> [WHAT IS BEING ASKED]
From the line that contains "It has 140 vertices, 252" to the final line of the entries, return every line exactly and leave out all others.
===============
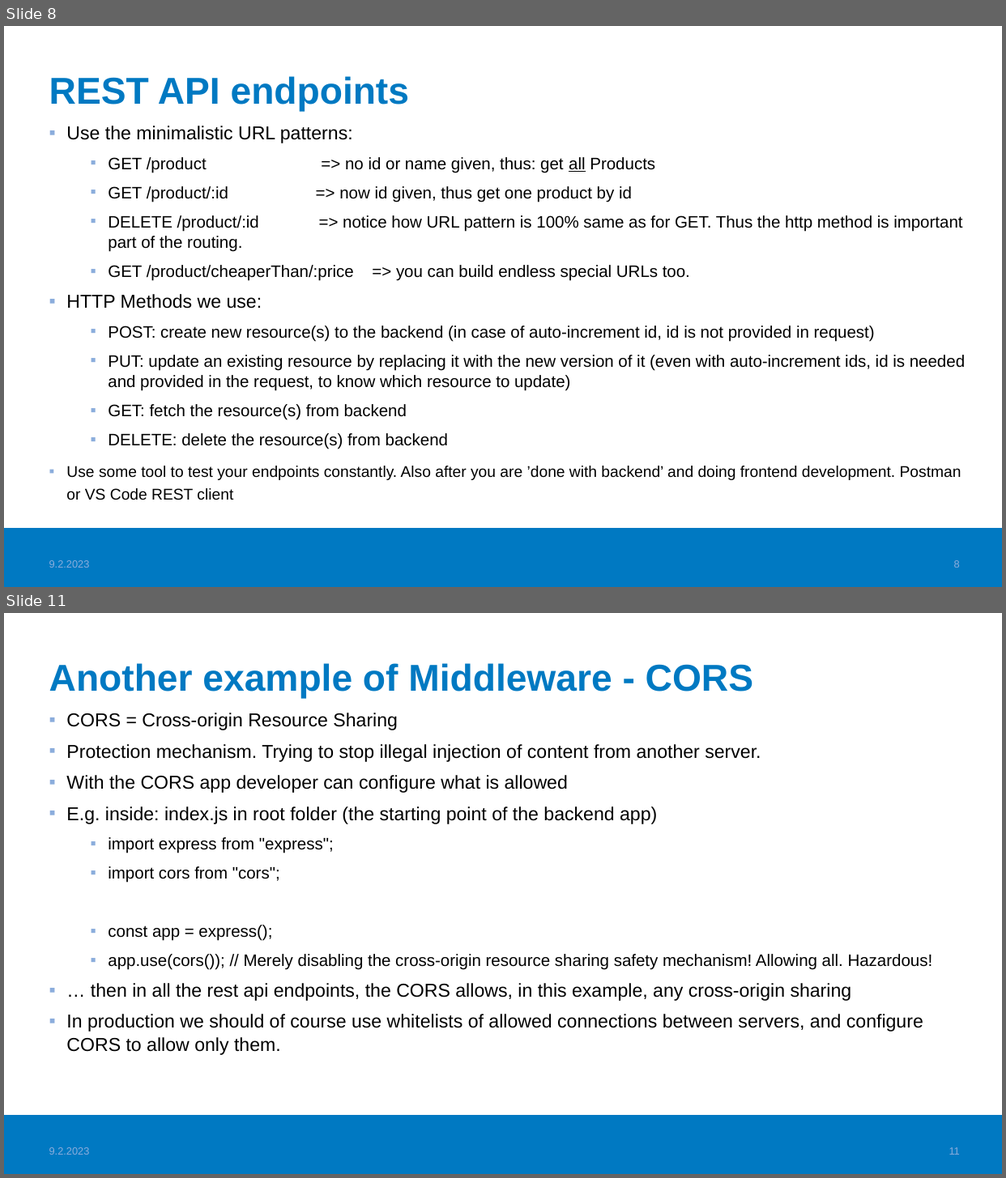
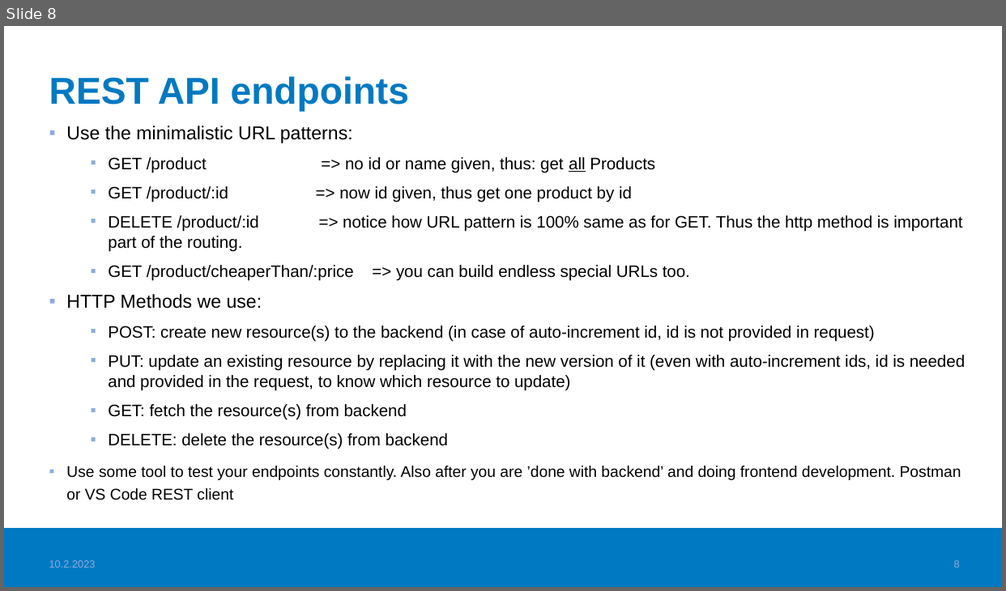
Before and after one commit to haagahelia/ohke-teknologiat, a slide deck: 05_es6_node/NodeJS_demo/02_nodejs/NodeJS.pptx. Shown one above the other, each under a label of ours: slides 8 and 11 before the commit, slide 8 after it; the slides between them are not shown. The pictures are 1006x1178 and 1006x591 pixels, drawn with LibreOffice and Linux fonts; fonts in the diff are those of the drawing; background and template pictures are left out. Boxes give left, top, right and bottom in pixels: in the first picture for what was removed or moved away, otherwise in the second. Text is boxed around its words. In the diff, an @@ line names an element or a change of style, - is before the commit and + after.

Commit message:
Split NodeJs.pdf to three files, incl. Express and What else could be added to project. Additions

```diff
--- a/05_es6_node/NodeJS_demo/02_nodejs/NodeJS.pptx
+++ b/05_es6_node/NodeJS_demo/02_nodejs/NodeJS.pptx
@@ slide 11 removed at box(4, 613, 1002, 1174), background #FFFFFF; not listed: 1 template element that a slide beside it also shows @@
@@ title removed at box(49, 663, 753, 699) @@
-Another example of Middleware - CORS
@@ text removed at box(66, 713, 933, 1055) @@
-▪ CORS = Cross-origin Resource Sharing
-▪ Protection mechanism. Trying to stop illegal injection of content from another server.
-▪ With the CORS app developer can configure what is allowed
-▪ E.g. inside: index.js in root folder (the starting point of the backend app)
-  ▪ import express from "express";
-  ▪ import cors from "cors";
-  ▪ const app = express();
-  ▪ app.use(cors()); // Merely disabling the cross-origin resource sharing safety mechanism! Allowing all. Hazardous!
-▪ … then in all the rest api endpoints, the CORS allows, in this example, any cross-origin sharing
-▪ In production we should of course use whitelists of allowed connections between servers, and configure CORS to allow only them.
@@ text removed at box(49, 1148, 90, 1155) @@
-9.2.2023
@@ page number removed at box(949, 1148, 960, 1155) @@
-11
@@ slide 8 changed as well @@
@@ text at box(49, 561, 96, 568): text changed @@
-9.2.2023
+10.2.2023
```
Also in this commit, not shown: 7 other slides changed, 3 other slides removed, 6 other files.
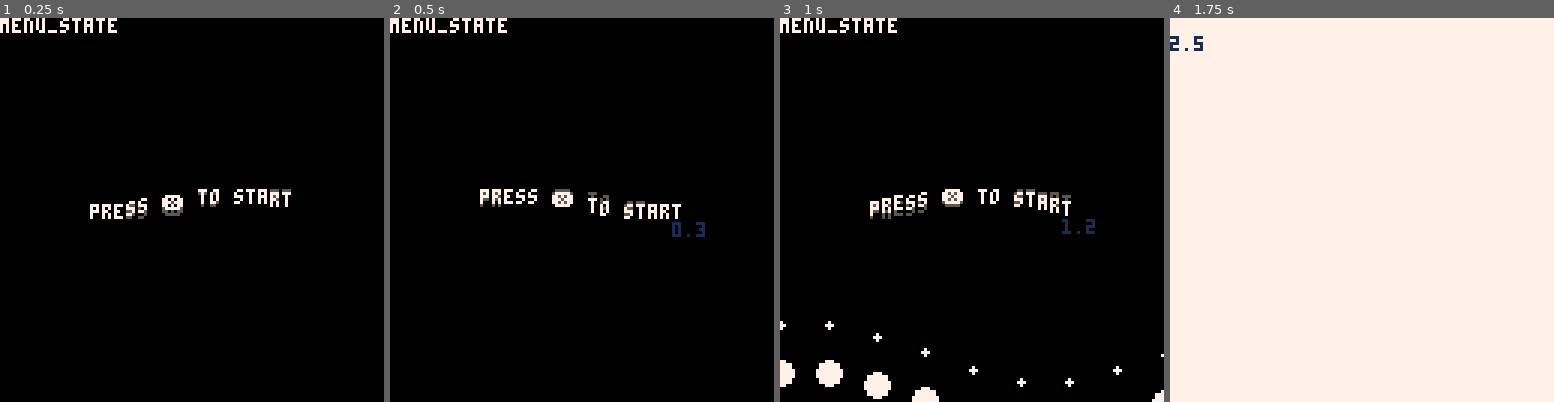
Above: before the commit, frames 1-4 (left to right).
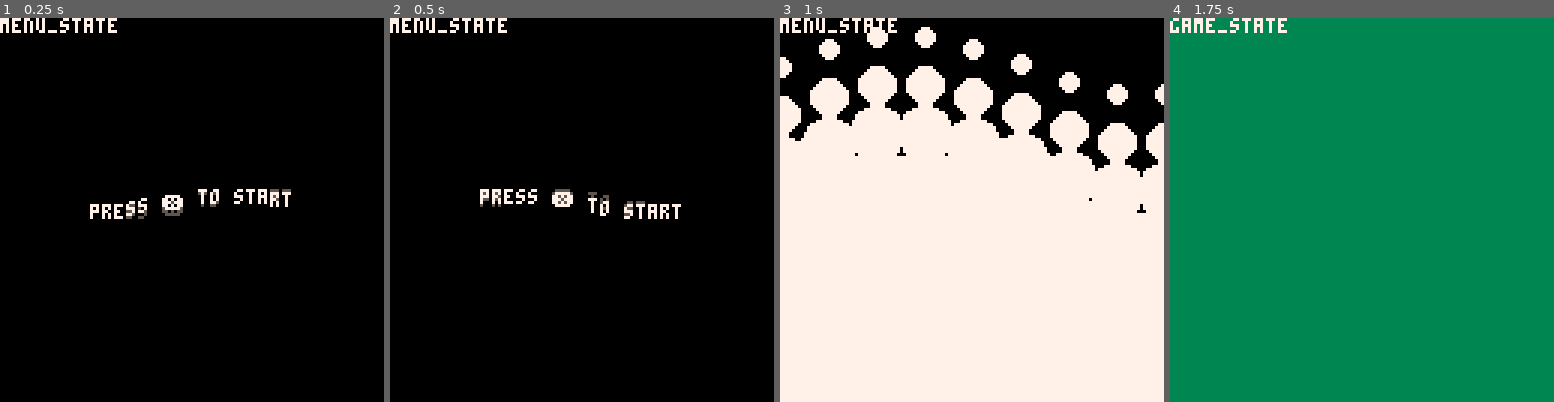
Above: after the commit, the same moments.

Repository: ekaktusz/ld53delivery
Game: PICO-8 cartridge delivery.p8
Two runs of this game, one before a commit and one after it. Both use one fixed random seed, a clock stepped at 60 frames per second and the inputs below.
Inputs:
- Up to frame 1 (0.25 s): no input
- Up to frame 2 (0.5 s): tap X (X key) at 0.33 s
- Up to frame 3 (1 s): no input
- Up to frame 4 (1.75 s): tap X (X key) at 1.07 s

Frame 1 is identical in both runs. In frame 2, 0.1% of the frame differs, in the area x 73-83%, y 53-58%; in frame 3, 76%; in frame 4, 99%, in the area x 0-100%, y 0-100%.

Commit message:
refactor transitions

Diff:
--- a/include/game_state.lua
+++ b/include/game_state.lua
@@ -4,7 +4,7 @@
     _update60 = game_state_update
     _draw = game_state_draw
 
-    game_state.open_transition = transition_new(0.03, "open")
+    game_state.open_transition = transition_new(0.05, "open")
     transition_start(game_state.open_transition)
 end
 
--- a/include/menu_state.lua
+++ b/include/menu_state.lua
@@ -6,7 +6,7 @@
 
     menu_state.wavy_f = 0
 
-    menu_state.close_tran = transition_new(0.03, "close")
+    menu_state.close_tran = transition_new(0.05, "close")
 end
 
 function menu_state_update()
--- a/include/transition.lua
+++ b/include/transition.lua
@@ -34,6 +34,52 @@
     end
 end
 
+local function draw_transition(t)
+    --cls()
+    --this crazy bit loops through
+    --limited background colors,
+    --and changes it when the
+    --screen is covered with white
+    -- local c = 12 + ((t-2.55)/4)%4
+    -- rectfill(0,0,128,128,c)
+    for i=0,8 do -- column loop
+        for j=0,8 do -- row loop
+            --x positions are snapped
+            --to 16px columns
+            local x = i*16
+
+            --this number sweeps back
+            --and forth from -1 to 1
+            local osc1 = sin(t+i*0.1)
+
+            --this number also sweeps
+            --back and forth, but at
+            --a different rate
+            local osc2 = sin(t/4+j*0.03)
+
+            --y positions are influenced
+            --by one of the sweepy
+            --numbers
+            local y = j*16 + osc1*10
+
+            --the circles' radii are
+            --influenced by the other
+            --sweepy number
+            circfill(x, y, osc2*17, 7)
+        end
+    end
+end
+
+local function draw_close_transition(t)
+    if (t > tran_duration) then t=tran_duration end
+    draw_transition(t)
+end
+
+local function draw_open_transition(t)
+    if (t >= tran_duration*2) then return end
+    draw_transition(t)
+end
+
 function transition_draw(tran)
     if not tran.started then
         return
@@ -45,55 +91,3 @@
         draw_open_transition(tran.t)
     end
 end
-
-function draw_close_transition(t)
-    if (t > tran_duration) then t=tran_duration end
-    draw_transition(t)
-end
-
-function draw_open_transition(t)
-    if (t >= tran_duration*2) then return end
-    draw_transition(t)
-end
-
-function draw_transition(t)
- --cls()
-
- --this crazy bit loops through
- --limited background colors,
- --and changes it when the
- --screen is covered with white
- -- local c = 12 + ((t-2.55)/4)%4
- -- rectfill(0,0,128,128,c)
-
- for i=0,8 do -- column loop
-  for j=0,8 do -- row loop
-    --x positions are snapped
-    --to 16px columns
-    local x = i*16
-
-    --this number sweeps back
-    --and forth from -1 to 1
-    local osc1 = sin(t+i*0.1)
-
-    --this number also sweeps
-    --back and forth, but at
-    --a different rate
-    local osc2 = sin(t/4+j*0.03)
-
-    --y positions are influenced
-    --by one of the sweepy
-    --numbers
-    local y = j*16 + osc1*10
-
-    --the circles' radii are
-    --influenced by the other
-    --sweepy number
-   circfill(x, y, osc2*17, 7)
-  end
- end
-
- color(1)
- print(t)
- color(7)
-end
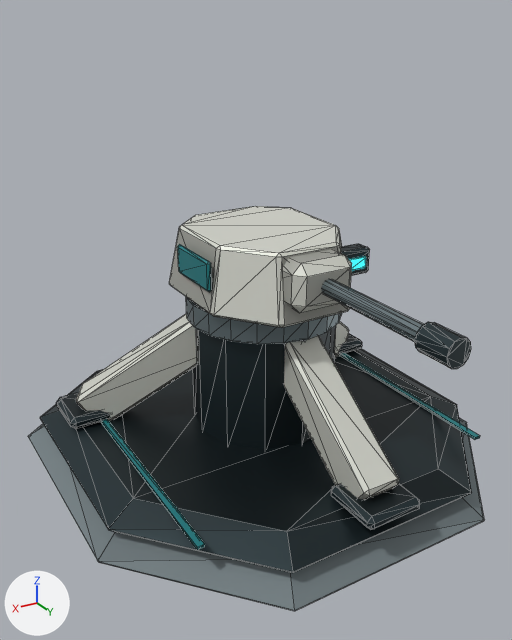
Two versions of the glTF model assets/models/helix/v1/LanceSentry.glb, one commit apart.
Camera for both pictures: a 50 mm camera at (3.07, 4.98, 3.8) aimed at (0.23, 0.25, 1.44). The axes (+X, +Y, +Z) are drawn at lower left. The lights are the same throughout. The picture after the commit comes second. Mesh edges are drawn as thin lines. Where no turn or scale is listed for an object, it has been applied to the vertices. Vertices at exactly the same position are counted once.

In view in the first picture: 'export_LanceSentry_Foundation', 'export_LanceSentry_GunMantlet', 'export_LanceSentry_SentryHead'.
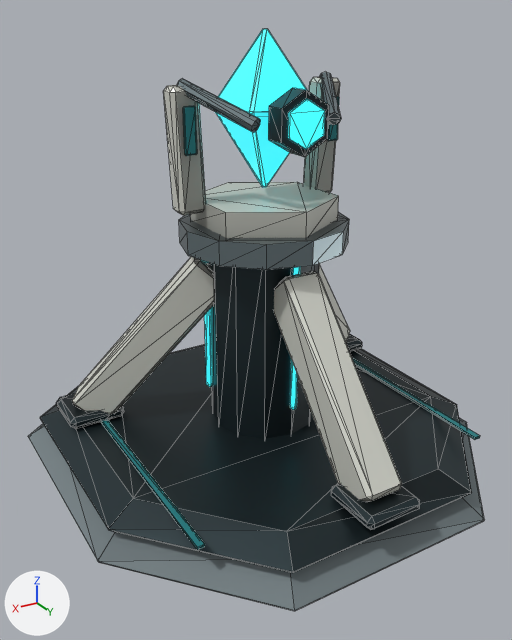
Changed parts and their boxes [x1, y1, x2, y2] in the pictures (512 x 640 px; the box of a moved part takes in the faces that stretch with it):
'export_LanceSentry_Foundation', reshaped (27% taller)
    before: [28, 297, 484, 611]
    after: [28, 212, 484, 611]
'export_LanceSentry_SentryHead', deleted
    before: [169, 206, 370, 328]
    faces in mat_helix_ceramic: [169, 206, 350, 328]
    faces in mat_teamcolor_helix: [178, 244, 212, 292]
    faces in mat_helix_graphite: [340, 244, 370, 276]
    faces in mat_helix_optics: [349, 256, 366, 271]
'export_LanceSentry_PrismCradle', added
    after: [163, 72, 341, 238]
    faces in mat_helix_ceramic: [163, 77, 340, 238]
    faces in mat_helix_titanium: [176, 72, 341, 132]
    faces in mat_teamcolor_helix: [183, 96, 339, 156]
'export_LanceSentry_GunMantlet', deleted
    before: [281, 249, 471, 369]
    faces in mat_helix_ceramic: [281, 249, 352, 313]
    faces in mat_helix_titanium: [321, 279, 424, 342]
    faces in mat_helix_graphite: [414, 322, 471, 369]
'export_LanceSentry_FacetedCrystal', added
    after: [215, 29, 308, 187]
'export_LanceSentry_FocusCollar', added
    after: [268, 88, 329, 157]
    faces in mat_helix_graphite: [268, 88, 329, 157]
    faces in mat_helix_optics: [288, 98, 325, 149]
part 1 of me_foundation_016, added
    after: [179, 212, 349, 270]
part 2 of me_foundation_016, moved or reshaped
    before: [76, 297, 399, 499]
    after: [72, 257, 402, 498]
part 3 of me_foundation_016, recoloured
    before: [78, 321, 445, 527]
    after: [75, 260, 445, 527]

The edits, one by one:
me_foundation_016 is used by ob_export_lancesentry_foundation; location (0.0, 0.0, 0.0).
me_foundation_016 had 280 vertices, 512 faces and spanned x -1.93..1.93, y -1.93..1.93, z 0.02..1.58.
me_foundation_016 now has 306 vertices, 528 faces and spans x -1.93..1.93, y -1.93..1.93, z 0.02..2.22.
me_foundation_016 part 1: a new loose piece, a 12-sided cylinder along z spanning x -0.72..0.72, y -0.72..0.72, z 2.02..2.22, in mat_helix_titanium.
Part 2, on me_foundation_016:
34 vertices are removed from x -0.69..1.55, y -0.99..0.69, z 0.55..1.58.
142 faces are deleted.
3 vertices in x -0.6..-0.43, y -0.4..-0.15, z 1.34..1.36 move by (0.02, 0.01, 0.54).
3 vertices in x 0.27..0.41, y -0.31..-0.08, z 1.05..1.1 move by (-0.07, 0.04, 0.6).
3 vertices in x 0.43..0.6, y -0.4..-0.15, z 1.34..1.36 move by (-0.02, 0.01, 0.54).
93 vertices move from x -1.56..1.56, y -0.99..1.72, z 0.28..1.58 to x -1.58..1.58, y -1.01..1.75, z 0.32..2.18.
30 vertices are added at x -0.47..1.58, y -1.01..0.54, z 0.52..1.98.
6 new vertices lie (0.0, 0.0, 1.29) away from vertices in x -0.04..0.43, y -0.28..0.5, z 0.65.
6 new faces join them, mat_helix_graphite.
62 new faces join them, mat_helix_ceramic.
46 new faces join them, mat_helix_optics.
me_foundation_016 part 3: 196 kept faces spanning x -1.93..1.93, y -1.93..1.93, z 0.02..2.18 get new vertex colours; the middle colour goes from grey #b3b3b3 to grey #bebebe.
me_foundation_016 gains material mat_helix_optics.
Mesh me_cylinder_034 is new.
It has 24 vertices, 40 faces and spans x -0.208..0.208, y -0.09..0.113, z -0.24..0.24.
Faces by material slot: [20, 20].
It uses material mat_helix_graphite.
It uses material mat_helix_optics.
Mesh me_facetedcrystal_001 is new.
It has 24 vertices, 44 faces and spans x -0.311..0.311, y -0.311..0.311, z 2.496..3.707.
It uses material mat_helix_optics.
Mesh me_cylinder_031 is new.
It has 140 vertices, 252 faces and spans x -0.79..0.79, y -0.62..0.62, z -0.11..1.06.
Faces by material slot: [108, 88, 56].
It uses material mat_helix_ceramic.
It uses material mat_teamcolor_helix.
It uses material mat_helix_titanium.
Object 'export_LanceSentry_GunMantlet' (ob_export_lancesentry_gunmantlet) is deleted.
Object 'export_LanceSentry_SentryHead' (ob_export_lancesentry_sentryhead) is deleted.
Object 'export_LanceSentry_FocusCollar' (ob_export_lancesentry_focuscollar) is new; it shows me_cylinder_034.
Its location is (0.0, 0.48, 3.07).
Object 'export_LanceSentry_FacetedCrystal' (ob_export_lancesentry_facetedcrystal) is new; it shows me_facetedcrystal_001.
Its location is (0.0, 0.0, 0.0).
Object 'export_LanceSentry_PrismCradle' (ob_export_lancesentry_prismcradle) is new; it shows me_cylinder_031.
Its location is (0.0, 0.0, 2.31).
===============
> [ANSWER AREA]
It has 140 vertices, 252 faces and spans x -0.79..0.79, y -0.62..0.62, z -0.11..1.06.
Faces by material slot: [108, 88, 56].
It uses material mat_helix_ceramic.
It uses material mat_teamcolor_helix.
It uses material mat_helix_titanium.
Object 'export_LanceSentry_GunMantlet' (ob_export_lancesentry_gunmantlet) is deleted.
Object 'export_LanceSentry_SentryHead' (ob_export_lancesentry_sentryhead) is deleted.
Object 'export_LanceSentry_FocusCollar' (ob_export_lancesentry_focuscollar) is new; it shows me_cylinder_034.
Its location is (0.0, 0.48, 3.07).
Object 'export_LanceSentry_FacetedCrystal' (ob_export_lancesentry_facetedcrystal) is new; it shows me_facetedcrystal_001.
Its location is (0.0, 0.0, 0.0).
Object 'export_LanceSentry_PrismCradle' (ob_export_lancesentry_prismcradle) is new; it shows me_cylinder_031.
Its location is (0.0, 0.0, 2.31).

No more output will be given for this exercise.